Eimbeck ist ein dünner, kleiner, schwarzbraun verbrannter Mann mit narbigen Beinen, er hat vor Jahren ein Heimatmuseum gegründet, ein kleines, unscheinbares Haus voll gestopft mit Möbeln und Hausrat und Farmutensilien, direkt daneben liegt der Deutsche Verein. Der Verein trifft sich nur noch selten. Früher gab es regelmäßig Faustballturniere und Schlachtfeste. Eimbeck sagt, ohne konkreten Anlass: »Der Neger hält sich nicht an Versprechen. Arbeiten will der Neger nicht.« Und lauter solche Sachen. In Deutschland war Eimbeck nie. Es stört ihn aber trotzdem, dass dort so viele Türken leben.
Viele Namibiadeutsche feiern noch Kaisers Geburtstag
In einer Doktorarbeit über die Namibiadeutschen wird die These vertreten, sie seien längst ein eigenes Volk, eine Nation ohne Staat wie die Quebecfranzosen oder die Basken. Deutsche, in deren Nationalgeschichte Hitler nur am Rande vorkommt, die in der Schule nichts oder fast nichts über Auschwitz hören, die keine Mauer erlebt haben und kein 68, keine Scham, keine Selbstzweifel, gar nichts. Viele von ihnen feiern Kaisers Geburtstag. Am Krieg von 1904 waren ihrer Ansicht nach hauptsächlich die Neger schuld. Es gibt jeden Tag Kaffee und Kuchen, abends gern Leberkäse. Sushi oder Prosecco gibt es nie. Im Radio läuft, wenn Freddy fertig ist, Marschmusik. Die deutschen Geschäfte schließen pünktlich auf die Minute.

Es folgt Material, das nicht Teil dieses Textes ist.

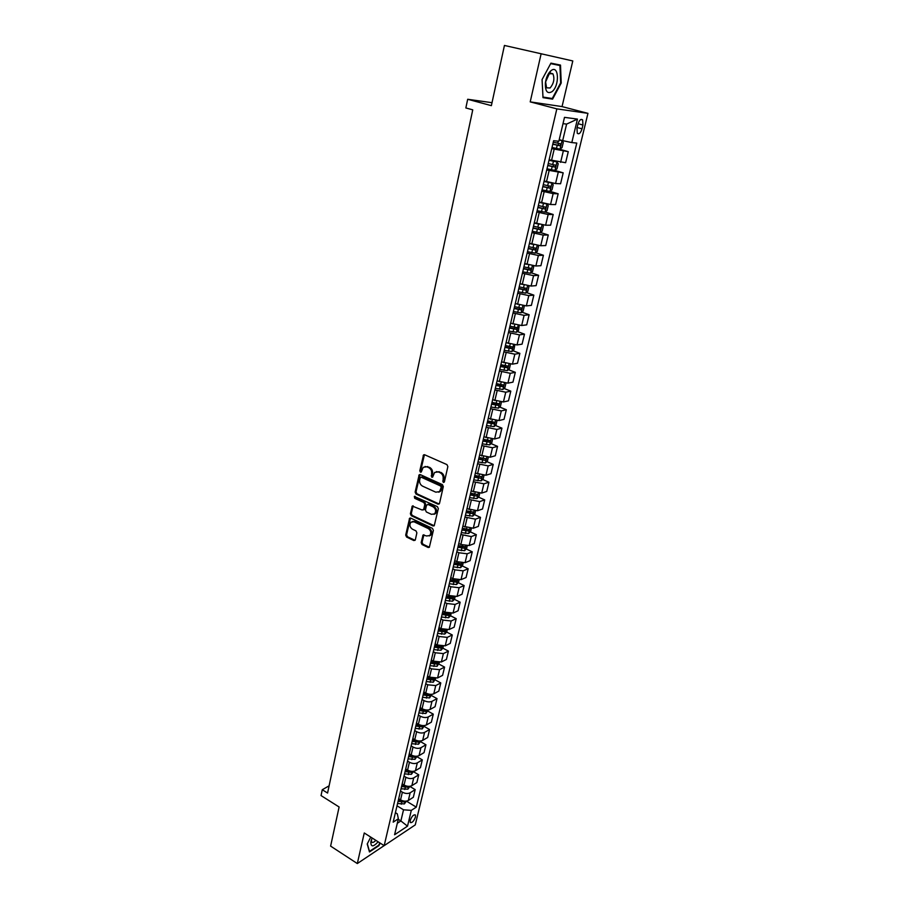 <?xml version="1.0" encoding="UTF-8"?>
<svg xmlns="http://www.w3.org/2000/svg" width="909" height="909" viewBox="0 0 909 909"><rect width="100%" height="100%" fill="white"/><g stroke="black" fill="none" stroke-linecap="round" stroke-linejoin="round"><path stroke-width="1.36" d="M443.297 482.452L444.399 481.85L447.864 466.59L446.944 464.601L424.662 454.773L423.526 454.932L419.799 470.794L420.435 472.169L421.231 472.055L423.196 467.328L426.844 466.794L428.684 467.624C431.014 468.964 431.98 471.067 431.605 473.941L431.809 477.282L432.616 477.168L434.582 472.464L438.308 471.907L440.161 472.737C442.513 474.089 443.49 476.214 443.103 479.1L443.297 482.452M415.458 816.998L415.39 814.953C413.572 814.396 411.845 816.237 410.209 820.463L410.277 822.509C412.095 823.043 413.822 821.213 415.458 816.998M421.162 542.582L422.049 544.536L428.15 547.479L429.332 547.32L433.377 530.367L432.479 528.402L410.743 518.107L409.607 518.255L405.698 535.117L406.584 537.049L413.845 540.56L415.345 539.776L416.879 532.833L415.992 530.89L412.368 529.152C409.709 527.118 409.232 524.8 410.936 522.198L413.993 521.789L428.287 528.572C430.968 530.595 431.468 532.913 429.787 535.537L426.616 535.98L423.06 534.992L421.162 542.582L422.06 542.264L422.946 544.207L429.389 547.263M541.025 54.233L530.208 101.876L562.046 106.592L572.795 60.948L504.438 45.45L491.371 105.649L467.68 99.274L465.851 107.955L472.748 109.841L327.57 793.057L322.275 789.728L321.047 795.58L339.114 806.987L330.615 846.109L357.317 863.55L384.132 845.631M530.208 101.876L556.842 108.864L384.177 845.654L364.259 832.974L357.317 863.55M437.968 504.177L439.524 503.336L443.319 486.599L442.399 484.611L420.299 474.634L419.163 474.793L415.129 492.099L416.027 494.053L437.968 504.177L439.172 503.984M438.32 508.62L434.218 525.8L433.025 525.97L411.277 515.687L410.379 513.744L412.288 506.074L422.219 510.029L423.742 509.199L424.787 504.518L423.889 502.552L414.697 498.291L414.334 496.45L437.411 506.643L438.32 508.62M504.438 45.45L572.795 60.948M577.885 124.374L576.965 128.203L577.283 133.282C579.044 134.577 580.635 133.089 582.033 128.817L582.953 125.022L582.624 119.897C580.874 118.602 579.294 120.09 577.885 124.374M556.842 108.864L587.953 113.352L415.254 824.895L384.177 845.654M577.454 119.09L571.806 142.577L562.671 140.634L566.602 124.101L577.454 119.09L564.5 117.352L558.842 141.247L553.615 140.713L393.177 822.156L398.369 818.782L397.29 813.816L395.415 812.657M406.448 801.147L416.299 807.135L576.783 143.077L571.806 142.577M416.299 807.135L411.311 810.374L407.516 826.156L394.586 834.746L398.369 818.782M562.046 106.592L587.953 113.352M329.103 785.831L322.275 789.728M492.019 102.694L467.68 99.274M566.602 124.101L563.012 123.647M562.671 140.634L559.217 139.679M398.244 819.316L400.88 820.952L403.528 809.805L397.028 805.817M409.936 786.49L415.174 789.626L413.334 797.273L408.334 800.465C406.039 801.59 403.448 801.386 400.551 799.875L398.687 798.75M415.174 789.626L410.164 792.784C407.868 793.887 405.278 793.693 402.369 792.182L400.505 791.057M413.459 771.696L418.731 774.82L416.867 782.535L411.868 785.649C409.573 786.751 406.971 786.546 404.05 785.046L402.176 783.922M418.731 774.82L413.72 777.899C411.425 778.979 408.811 778.774 405.891 777.275L404.005 776.15M417.015 756.765L422.31 759.867L420.447 767.65L415.436 770.707C413.141 771.775 410.516 771.559 407.584 770.071L405.709 768.946M422.31 759.867L417.299 762.878C415.004 763.935 412.379 763.719 409.436 762.231L407.55 761.117M420.606 741.687L425.935 744.766L424.048 752.629L419.038 755.618C416.731 756.663 414.106 756.436 411.163 754.947L409.266 753.845M425.935 744.766L420.924 747.709C418.617 748.743 415.992 748.516 413.027 747.039L411.129 745.925M424.23 726.473L429.593 729.529L427.684 737.472L422.674 740.38C420.367 741.392 417.731 741.165 414.765 739.687L412.856 738.585M429.593 729.529L424.571 732.404C422.265 733.404 419.628 733.165 416.652 731.7L414.731 730.597M427.889 711.122L433.286 714.144L431.366 722.166L426.344 724.996C424.037 725.984 421.39 725.746 418.401 724.28L416.481 723.189M433.286 714.144L428.264 716.94C425.957 717.917 423.299 717.678 420.31 716.212L418.379 715.122M431.582 695.612L437.013 698.612L435.07 706.713L430.048 709.474C427.73 710.429 425.082 710.179 422.071 708.725L420.14 707.645M437.013 698.612L431.991 701.339C429.673 702.282 427.014 702.032 423.992 700.578L422.06 699.498M435.309 679.955L440.774 682.932L438.82 691.101L433.786 693.794C431.468 694.726 428.809 694.465 425.787 693.022L423.833 691.942M440.774 682.932L435.752 685.579L427.73 684.795L425.776 683.716M439.07 664.149L444.581 667.104L442.592 675.353L437.57 677.966L429.525 677.16L427.571 676.091M444.581 667.104L439.547 669.672L431.491 668.854L429.525 667.785M433.798 649.628L440.899 650.276L442.876 648.174L448.41 651.105L446.41 659.445L441.376 661.979L433.309 661.138L431.332 660.082M448.41 651.105L443.376 653.605L435.286 652.753L433.309 651.696M446.671 632.05L452.284 634.971L450.273 643.379L445.228 645.833L437.127 644.97L435.138 643.924M452.284 634.971L447.251 637.379L439.127 636.493L437.138 635.459M450.512 615.757L456.204 618.665L454.159 627.165L449.126 629.528L440.979 628.642L438.99 627.596M456.204 618.665L451.159 620.995L443.001 620.074L441.001 619.052M454.398 599.315L460.147 602.201L458.091 610.78L453.057 613.064L444.876 612.143L442.865 611.109M460.147 602.201L455.114 604.44L446.921 603.496L444.899 602.474M458.318 582.692L464.147 585.566L462.056 594.236L457.022 596.44L448.807 595.486L446.785 594.463M464.147 585.566L459.102 587.725L450.875 586.748L448.841 585.737M462.272 565.921L468.169 568.773L466.067 577.533L461.022 579.647L452.784 578.658L450.75 577.647M468.169 568.773L463.124 570.841L454.864 569.841L452.818 568.841M466.26 548.968L472.237 551.82L470.123 560.66L465.078 562.682L456.795 561.66L454.75 560.66M472.237 551.82L467.192 553.797L458.897 552.752L456.841 551.763M470.294 531.856L476.35 534.685L474.214 543.616L469.169 545.548L460.852 544.491L458.784 543.502M476.35 534.685L471.305 536.571L460.897 534.515M474.362 514.562L480.509 517.38L478.339 526.402L473.294 528.231L462.863 526.175M480.509 517.38L475.464 519.164L464.999 517.096M478.475 497.098L484.702 499.893L482.52 509.006L477.464 510.744L466.987 508.665M484.702 499.893L479.657 501.586L469.146 499.484M482.634 479.452L488.94 482.236L486.735 491.439L481.679 493.087L471.157 490.974M488.94 482.236L483.895 483.827L473.339 481.702M486.826 461.624L493.223 464.385L490.996 473.691L485.94 475.237L475.362 473.1M493.223 464.385L488.178 465.885L477.566 463.738M491.053 443.615L497.553 446.353L495.291 455.761L490.246 457.204L479.611 455.045M497.553 446.353L492.508 447.751L481.838 445.58M495.325 425.412L501.927 428.139L499.643 437.638L494.598 438.979L483.906 436.797M501.927 428.139L496.871 429.434L486.156 427.23M499.643 407.027L506.336 409.732L504.041 419.333L498.984 420.572L488.247 418.356M506.336 409.732L501.291 410.913L490.53 408.698M504.006 388.45L510.801 391.131L508.472 400.835L503.427 401.96L492.633 399.721M510.801 391.131L505.756 392.211L494.939 389.961M508.404 369.679L515.312 372.338L512.96 382.144L507.915 383.155L497.075 380.894M515.312 372.338L510.267 373.304L499.393 371.02M512.858 350.704L519.868 353.34L517.494 363.248L512.449 364.145L501.552 361.862M519.868 353.34L514.835 354.192L503.904 351.885M517.346 331.524L524.482 334.148L522.073 344.159L517.039 344.943L506.131 342.648M524.482 334.148L519.437 334.876L508.449 332.546M521.88 312.139L529.14 314.741L526.709 324.854L521.675 325.524L510.653 323.184M529.14 314.741L524.095 315.343L513.062 312.991M526.459 292.55L533.844 295.13L531.39 305.356L526.356 305.901L515.289 303.538M533.844 295.13L528.811 295.607L517.71 293.232M531.083 272.745L538.605 275.302L536.117 285.631L531.083 286.062L519.959 283.665M538.605 275.302L533.572 275.654L522.414 273.245M535.753 252.736L543.412 255.259L540.9 265.701L535.878 266.007L524.698 263.576M543.412 255.259L538.378 255.486L527.175 253.054M540.469 232.499L548.275 234.988L545.741 245.555L540.707 245.725L529.47 243.271M548.275 234.988L543.252 235.09L531.981 232.624M545.23 212.036L553.195 214.501L550.627 225.182L545.605 225.227L534.31 222.739M553.195 214.501L548.172 214.479L536.844 211.979M550.036 191.356L558.16 193.787L555.569 204.593L550.547 204.491L539.196 201.98M558.16 193.787L553.149 193.628L541.764 191.095M554.717 170.392L563.194 172.846L560.569 183.766L555.558 183.538L544.139 180.993M563.194 172.846L546.729 169.983M558.444 148.917L568.273 151.667L565.625 162.711L549.138 159.757M568.273 151.667L551.763 148.633M397.301 823.293L400.88 820.952L407.516 826.156M483.099 440.251L484.258 440.74M478.873 458.193L480.872 459.056M474.691 475.952L477.441 477.157M470.555 493.53L473.975 495.064M466.453 510.938L470.442 512.767M463.101 528.493L466.749 530.197M459.863 545.923L462.92 547.377M456.602 563.171L459.045 564.353M453.318 580.237L455.17 581.146M450.023 597.122L451.307 597.758M446.694 613.814L447.467 614.211M403.528 809.805L411.311 810.374M542.071 79.594L542.991 97.638L552.581 99.138L561.217 83.026L560.501 65.084L550.934 63.141L542.071 79.594L550.661 63.641L559.933 65.516L560.637 82.901L561.217 83.026M370.758 837.109L367.213 843.995L369.463 851.949L378.905 845.665L380.212 843.132M546.957 97.683L552.581 99.138M444.194 482.19L444.001 478.838C444.387 475.952 443.41 473.839 441.058 472.487L440.161 472.737M436.377 471.612L441.058 472.487M424.992 466.499L429.593 467.362C431.911 468.703 432.889 470.817 432.514 473.68L432.707 477.02M423.526 454.932L424.435 454.693L420.708 470.532L421.344 471.907M420.049 474.555L416.038 491.826L416.936 493.78L438.865 503.893M441.229 487.372L440.592 485.985L421.197 477.214L420.401 477.327L419.674 479.872C419.31 482.713 420.276 484.804 422.571 486.156L435.786 492.178L439.558 491.621L441.229 487.372L442.126 487.099L441.479 485.713L440.592 485.985M421.003 477.157L422.106 476.952L441.479 485.713M438.706 492.212L440.456 491.349L441.66 489.167L440.763 489.44M442.126 487.099L441.66 489.167M413.152 505.824L411.288 513.449L412.175 515.392L434.252 525.766M423.424 509.835L424.651 508.915L425.696 504.234L424.787 502.268L415.606 498.018L414.697 498.291M415.106 496.325L415.606 498.018M431.434 514.335L434.593 513.88C436.331 511.21 435.843 508.87 433.127 506.836L428.025 504.472L426.491 505.313L425.446 509.994L426.344 511.96L431.434 514.335M434.013 514.312L435.491 513.585C437.218 510.915 436.729 508.574 434.025 506.552L433.127 506.836M427.684 504.37L428.923 504.188L434.025 506.552M423.912 534.731L422.06 542.264M429.253 535.935L430.673 535.219C432.354 532.594 431.866 530.277 429.184 528.265L428.287 528.572M412.368 521.505L414.902 521.482L429.184 528.265M410.459 518.016L406.596 534.799L407.482 536.742L415.061 540.344M552.024 147.497L559.989 149.144L562.057 147.599L563.273 142.463L562.023 140.577L559.126 140.054M562.023 140.577L559.16 139.895M552.797 144.236L559.955 145.792L560.728 143.872L553.274 142.168M558.887 143.44L557.899 145.213L552.831 144.065M547.013 168.801L554.933 170.403L557.001 168.824L558.206 163.756L556.944 161.938L549.013 160.302M556.944 161.938L549.047 160.12M547.763 165.574L554.899 167.097L555.672 165.211L548.252 163.54M553.865 164.802L552.854 166.506L547.809 165.381M542.048 189.867L549.934 191.435L552.002 189.822L553.195 184.8L551.933 183.05L544.025 181.47M548.718 182.3L544.082 181.243M542.798 186.686L549.888 188.174L550.661 186.3L543.275 184.663M548.9 185.913L547.866 187.572L542.855 186.447M546.127 203.866L539.094 202.4M541.287 202.627L539.162 202.139M547.048 204.048L548.241 205.627L547.059 210.581L545.048 212.183L537.139 210.706M537.889 207.547L544.946 209.013L545.718 207.172L538.355 205.559M543.991 206.797L542.934 208.4L537.946 207.286M539.412 224.25L534.219 223.091M535.071 222.989L534.287 222.807M542.264 224.853L543.332 226.216L542.173 231.125L540.105 232.784L532.288 231.306M533.026 228.193L540.048 229.625L540.821 227.807L533.492 226.227M539.117 227.455L538.048 228.988L533.094 227.898M551.945 91.695C559.808 85.957 558.933 64.028 550.99 70.697L550.82 70.834C547.968 73.493 546.161 77.515 545.389 82.889C545.116 91.275 547.298 94.218 551.945 91.695M550.093 87.98C553.876 83.389 554.82 78.651 552.899 73.788L549.297 73.709L545.593 81.935L546.57 87.821L550.093 87.98M550.774 63.425L559.933 65.516M560.637 82.901L552.263 98.513L542.98 97.058L542.082 79.583M372.133 837.984L370.861 841.961C370.827 847.177 373.247 847.12 378.144 841.814M371.349 839.996L371.622 842.007C372.508 842.938 373.906 842.393 375.826 840.336M379.848 842.904L378.633 845.29L369.474 851.369L367.327 843.768M532.583 244.282L529.402 243.567M537.549 245.43L538.492 246.578L537.333 251.429L535.276 253.122L527.493 251.691M528.22 248.612L535.208 250.009L535.98 248.214L528.674 246.657M534.299 247.884L533.231 249.361L528.299 248.282M526.856 264.303L524.641 263.815M532.879 265.78L533.697 266.723L532.549 271.53L530.492 273.234L522.743 271.848M523.459 268.803L530.424 270.178L531.197 268.394L523.914 266.871M529.538 268.087L528.459 269.507L523.55 268.45M521.448 284.176L519.925 283.835M528.277 285.903L528.947 286.653L527.822 291.403L525.766 293.13L518.05 291.789M518.755 288.778L525.686 290.119L526.47 288.358L519.209 286.869M524.823 288.062L523.732 289.448L518.846 288.392M516.198 303.856L515.255 303.651M523.732 305.799L524.254 306.356L523.141 311.06L521.084 312.821L513.403 311.514M514.108 308.526L521.005 309.855L521.777 308.106L514.551 306.64M520.153 307.833L519.062 309.162L514.21 308.117M519.244 325.49L518.505 330.512L516.46 332.285L508.813 331.024M509.506 328.081L516.369 329.365L517.153 327.649L509.949 326.206M515.528 327.388L514.449 328.66L509.608 327.638M514.812 344.954L513.926 349.749L511.881 351.556L504.268 350.329M504.949 347.408L511.778 348.681L512.562 346.977L505.393 345.568M510.96 346.727L509.869 347.965L505.063 346.943M510.472 364.236L509.392 368.793L507.358 370.622L499.768 369.429M500.45 366.543L507.245 367.781L508.029 366.1L500.882 364.714M506.438 365.873L505.347 367.054L500.564 366.043M505.949 383.246L504.904 387.632L502.87 389.472L495.314 388.336M495.996 385.473L502.757 386.689L503.541 385.018L496.416 383.666M501.95 384.802L500.882 385.95L496.121 384.95M501.461 402.073L500.461 406.278L498.439 408.141L490.917 407.027M491.587 404.198L498.314 405.391L499.098 403.744L492.008 402.414M497.518 403.539L496.45 404.641L491.712 403.653M497.03 420.708L496.075 424.719L494.053 426.605L486.565 425.537M487.224 422.742L493.928 423.901L494.701 422.265L487.633 420.969M493.132 422.083L492.064 423.139L487.349 422.162M492.633 439.149L491.724 442.978L489.701 444.887L482.247 443.853M482.895 441.081L489.576 442.217L490.349 440.604L483.315 439.331M488.792 440.422L487.735 441.444L483.043 440.479M488.292 457.397L487.429 461.045L485.406 462.976L477.986 461.977M478.623 459.227L485.27 460.352L486.054 458.75L479.032 457.5M485.27 460.352L478.77 458.602M483.997 475.464L483.168 478.929L481.156 480.872L473.759 479.907M474.396 477.191L481.009 478.293L481.793 476.702L474.805 475.475M481.009 478.293L474.555 476.543M479.736 493.337L478.952 496.632L476.941 498.598L469.578 497.666M470.214 494.973L476.793 496.053L477.577 494.473L470.612 493.28M476.793 496.053L470.373 494.303M475.521 511.028L474.782 514.153L472.771 516.13L465.442 515.233M466.067 512.574L472.623 513.63L473.396 512.074L466.465 510.892M472.623 513.63L466.226 511.881M471.351 528.538L470.646 531.492L468.646 533.492L461.34 532.629M461.965 530.004L468.487 531.026L469.271 529.481L462.351 528.334M468.487 531.026L462.136 529.277M467.226 545.877L466.567 548.672L464.567 550.684L457.295 549.854M457.909 547.241L464.397 548.252L465.181 546.718L458.295 545.593M464.397 548.252L458.079 546.502M463.147 563.035L462.511 565.671L460.522 567.693L453.273 566.898M453.886 564.319L460.352 565.296L461.124 563.785L454.273 562.682M460.352 565.296L454.068 563.557M459.102 580.022L458.511 582.499L456.511 584.544L449.307 583.771M449.91 581.215L456.341 582.18L457.125 580.681L450.285 579.601M456.341 582.18L450.091 580.442M455.091 596.838L454.545 599.156L452.557 601.224L445.365 600.485M445.967 597.952L452.375 598.895L453.148 597.406L446.342 596.349M452.375 598.895L446.149 597.156M451.125 613.484L450.614 615.654L448.626 617.734L441.479 617.029M442.069 614.518L448.444 615.45L449.216 613.973L442.433 612.939M448.444 615.45L442.263 613.7M447.205 629.971L446.728 631.994L444.74 634.084L437.615 633.403M438.206 630.926L444.558 631.835L445.33 630.369L438.57 629.358M444.558 631.835L438.399 630.085M442.876 648.174L443.319 646.299M434.377 647.174L440.706 648.06L441.479 646.606L434.741 645.617M440.706 648.06L434.582 646.31M439.467 662.456L437.081 666.308L430.014 665.695M430.593 663.263L436.888 664.127L437.661 662.684L430.946 661.718M436.888 664.127L430.798 662.377M435.661 678.466L433.309 682.193L426.276 681.602M426.832 679.193L433.116 680.034L433.877 678.614L427.196 677.671M433.116 680.034L427.048 678.296M431.889 694.317L429.571 697.919L422.56 697.351M429.73 694.294L423.48 693.465M423.128 694.965L429.366 695.794L430.002 694.306M429.366 695.794L423.344 694.056M428.15 710.009L425.867 713.497L418.89 712.951M425.787 709.952L419.799 709.1M419.447 710.599L425.662 711.406L426.457 710.031M425.662 711.406L419.663 709.668M424.446 725.564L422.208 728.927L415.254 728.416M421.81 725.473L416.152 724.587M415.799 726.075L421.992 726.859L422.821 725.587M421.992 726.859L416.027 725.121M420.776 740.96L418.572 744.21L411.641 743.721M417.845 740.824L412.538 739.937M412.186 741.403L418.356 742.176L419.185 740.994M418.356 742.176L412.413 740.437M417.151 756.208L414.981 759.345L408.073 758.879M413.879 756.015L408.959 755.129M408.618 756.583L414.754 757.345L415.583 756.265M414.754 757.345L408.845 755.606M413.55 771.321L411.413 774.332L404.539 773.9M409.925 771.037L405.414 770.184M405.073 771.627L411.186 772.366L412.004 771.377M411.186 772.366L405.312 770.627M409.993 786.285L407.88 789.194L401.039 788.773M405.971 785.899L401.903 785.103M401.562 786.524L407.652 787.251L408.436 786.353M407.652 787.251L401.801 785.512M406.459 801.113L404.38 803.908L397.563 803.522M402.028 800.59L398.426 799.875M398.085 801.284L404.153 801.988L404.914 801.181M404.153 801.988L398.335 800.261M400.551 799.875L402.369 792.182M404.05 785.046L405.891 777.275M407.584 770.071L409.436 762.231M411.163 754.947L413.027 747.039M414.765 739.687L416.652 731.7M418.401 724.28L420.31 716.212M422.071 708.725L423.992 700.578M425.787 693.022L427.73 684.795M429.525 677.16L431.491 668.854M433.309 661.138L435.286 652.753M437.127 644.97L439.127 636.493M440.979 628.642L443.001 620.074M444.876 612.143L446.921 603.496M448.807 595.486L450.875 586.748M452.784 578.658L454.864 569.841M456.795 561.66L458.897 552.752M460.852 544.491L462.976 535.492M464.953 527.14L467.09 518.05M469.089 509.619L471.248 500.439M473.271 491.917L475.452 482.645M477.486 474.032L479.702 464.658M481.759 455.966L483.997 446.489M486.065 437.706L488.326 428.139M490.428 419.254L492.712 409.584M494.826 400.608L497.132 390.836M499.28 381.769L501.609 371.883M503.768 362.714L506.131 352.737M508.324 343.466L510.699 333.376M512.915 324.013L515.323 313.81M517.562 304.345L519.993 294.027M522.255 284.46L524.709 274.029M527.004 264.36L529.492 253.816M531.799 244.032L534.31 233.374M536.651 223.489L539.196 212.706M541.559 202.707L544.127 191.81M546.514 181.698L549.116 170.676M551.536 160.45L554.16 149.303M560.614 162.336L563.262 151.224M555.558 183.538L558.183 172.54M550.547 204.491L553.149 193.628M545.605 225.227L548.172 214.479M540.707 245.725L543.252 235.09M535.878 266.007L538.378 255.486M531.083 286.062L533.572 275.654M526.356 305.901L528.811 295.607M521.675 325.524L524.095 315.343M517.039 344.943L519.437 334.876M512.449 364.145L514.835 354.192M507.915 383.155L510.267 373.304M503.427 401.96L505.756 392.211M498.984 420.572L501.291 410.913M494.598 438.979L496.871 429.434M490.246 457.204L492.508 447.751M485.94 475.237L488.178 465.885M481.679 493.087L483.895 483.827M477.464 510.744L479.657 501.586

Man könnte sagen, es sind Deutsche im geistigen Zustand des Jahres 1904. Schockgefrostet. Chemisch rein. Sie bilden eine nationale Minderheit. Ein bisschen werden sie unterdrückt oder empfinden es so. Ein bisschen sind sie Herrenmensch. Nicht alle von ihnen, gewiss, aber man trifft doch so einige. Eigentlich finde ich Eimbeck trotzdem ganz sympathisch. Wäre ich, wenn ich hier aufgewachsen wäre, heute genauso wie er? Er ist hilfsbereit. Er hört sich um. Niemand in Gobabis kann sich an meinen Großvater erinnern, der ein junger, dynamischer Tierarzt war und den Engländern mit seiner Donnerbüchse mächtig eingeheizt hat.
Aus der Kolonialzeit ist nur noch das alte Militärkrankenhaus übrig. Sowie auf dem Friedhof, in gepflegtem Zustand, frisch geharkt, 42 Heldengräber. Im Hererokrieg wurde Gobabis belagert. Auf einem Kreuz steht: »Uffz. Wilhelm Roesener 1888-1982«. Der blieb also sein Leben lang Unteroffizier. Ein anderes Grabmal ist mit einer richtigen Kurzgeschichte beschriftet: »auf verräterische Weise von einem Giftpfeil aus dem Bogen eines Buschmanns getroffen. Er konnte noch selbst seinen Angreifer mit dem Revolver erschießen.«
Die Fundamentalisten kriegen ihre Kirchentür nicht mehr auf
Das Hotel liegt am Fluss, dort, wo er gestaut wird. Einziger Gast ist ein dicker weißer Handlungsreisender aus Südafrika, der mit den Tankstellen am Highway ins Geschäft kommen möchte. Das Hotel schenkt keinen Alkohol aus, sagt er als Erstes, das sind hier christliche Fundamentalisten, fuck it. Die Fundamentalisten haben sogar eine eigene kleine Kirche, neben dem Pool, in der die ganze Nacht das Licht brennt. Sie bekommen die Tür nicht mehr auf, weil ein Hotelgast den Schlüssel mitgenommen hat. Durchs Fenster sieht man, dass in der Kirche ein Bett steht.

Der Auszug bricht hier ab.